Of the lines below, copy those that hold the word "page".

====== Records for this exercise ======

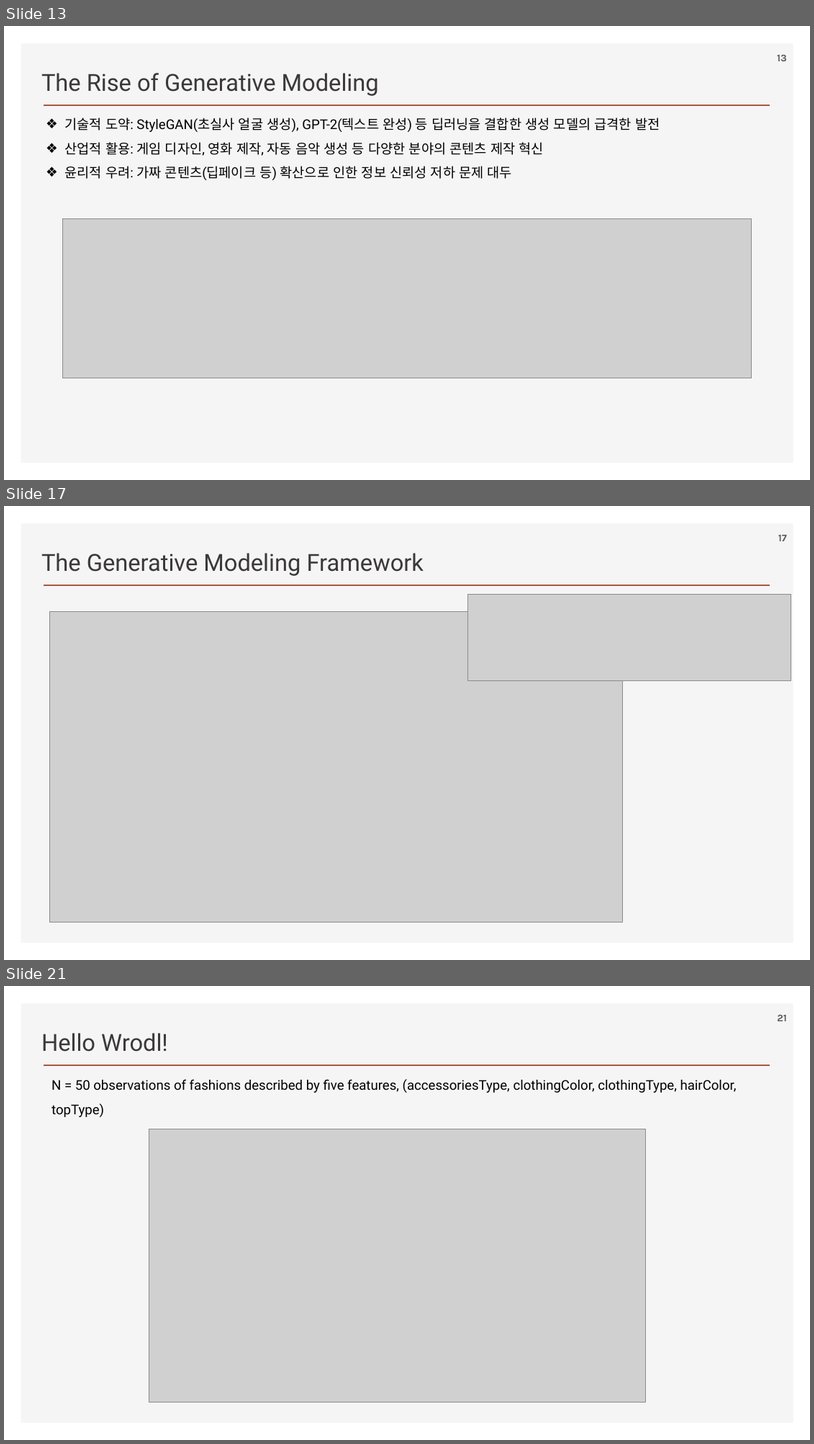
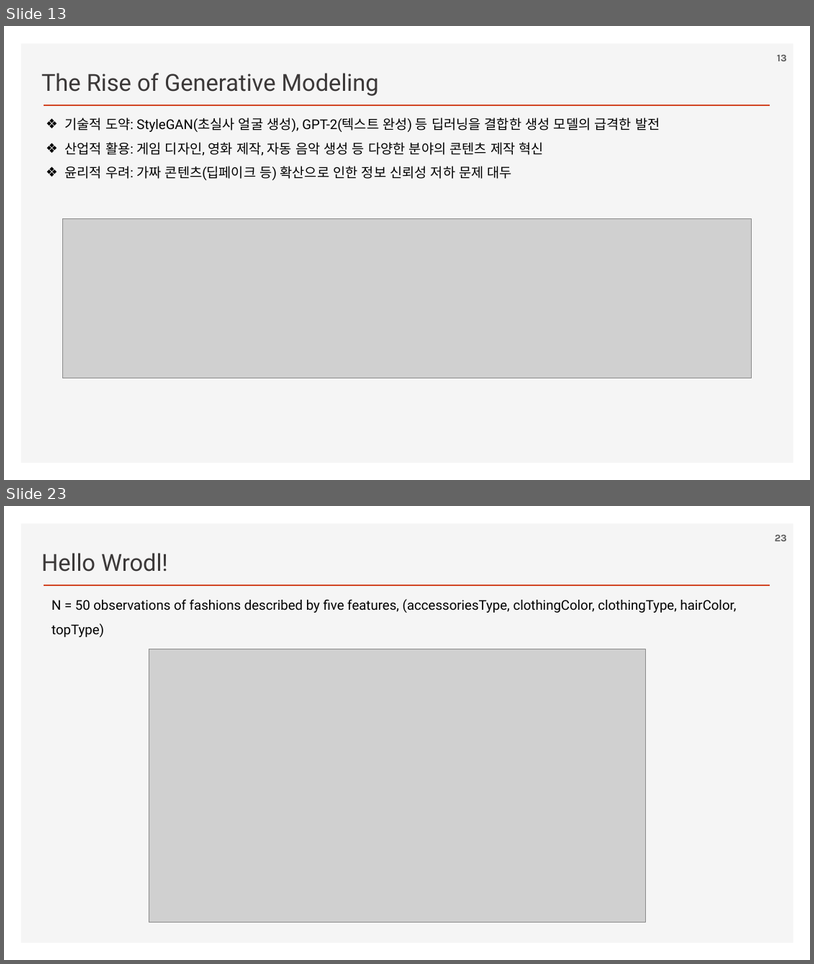
Before and after one commit to ancestor9/2026_Fall_Generative-Deep-Learning, a slide deck: Chapter 01 Generative Deep Learning.pptx. Shown one above the other, each under a label of ours: slides 13, 17 and 21 before the commit, slides 13 and 23 after it; the slides between them are not shown. The pictures are 814x1444 and 814x964 pixels, drawn with LibreOffice and Linux fonts; fonts in the diff are those of the drawing; grey boxes stand for pictures; background and template pictures are left out. Boxes give left, top, right and bottom in pixels: in the first picture for what was removed or moved away, otherwise in the second. Text is boxed around its words. In the diff, an @@ line names an element or a change of style, - is before the commit and + after.

```diff
--- a/Chapter 01 Generative Deep Learning.pptx
+++ b/Chapter 01 Generative Deep Learning.pptx
@@ slide 17 removed at box(4, 506, 810, 960), background #FFFFFF; not listed: 2 template elements that a slide beside it also shows @@
@@ page number removed at box(779, 535, 787, 541) @@
-17
@@ text removed at box(41, 553, 424, 576) @@
-The Generative Modeling Framework
@@ picture removed at box(49, 612, 623, 922) @@
@@ picture removed at box(468, 594, 792, 680) @@
@@ what was slide 21 is now slide 23 @@
@@ page number at box(775, 535, 787, 541): text changed @@
-21
+23
```
Also in this commit, not shown: 7 slides changed, 6 slides added, 3 other slides removed.

======

Response box:
@@ page number removed at box(779, 535, 787, 541) @@
@@ page number at box(775, 535, 787, 541): text changed @@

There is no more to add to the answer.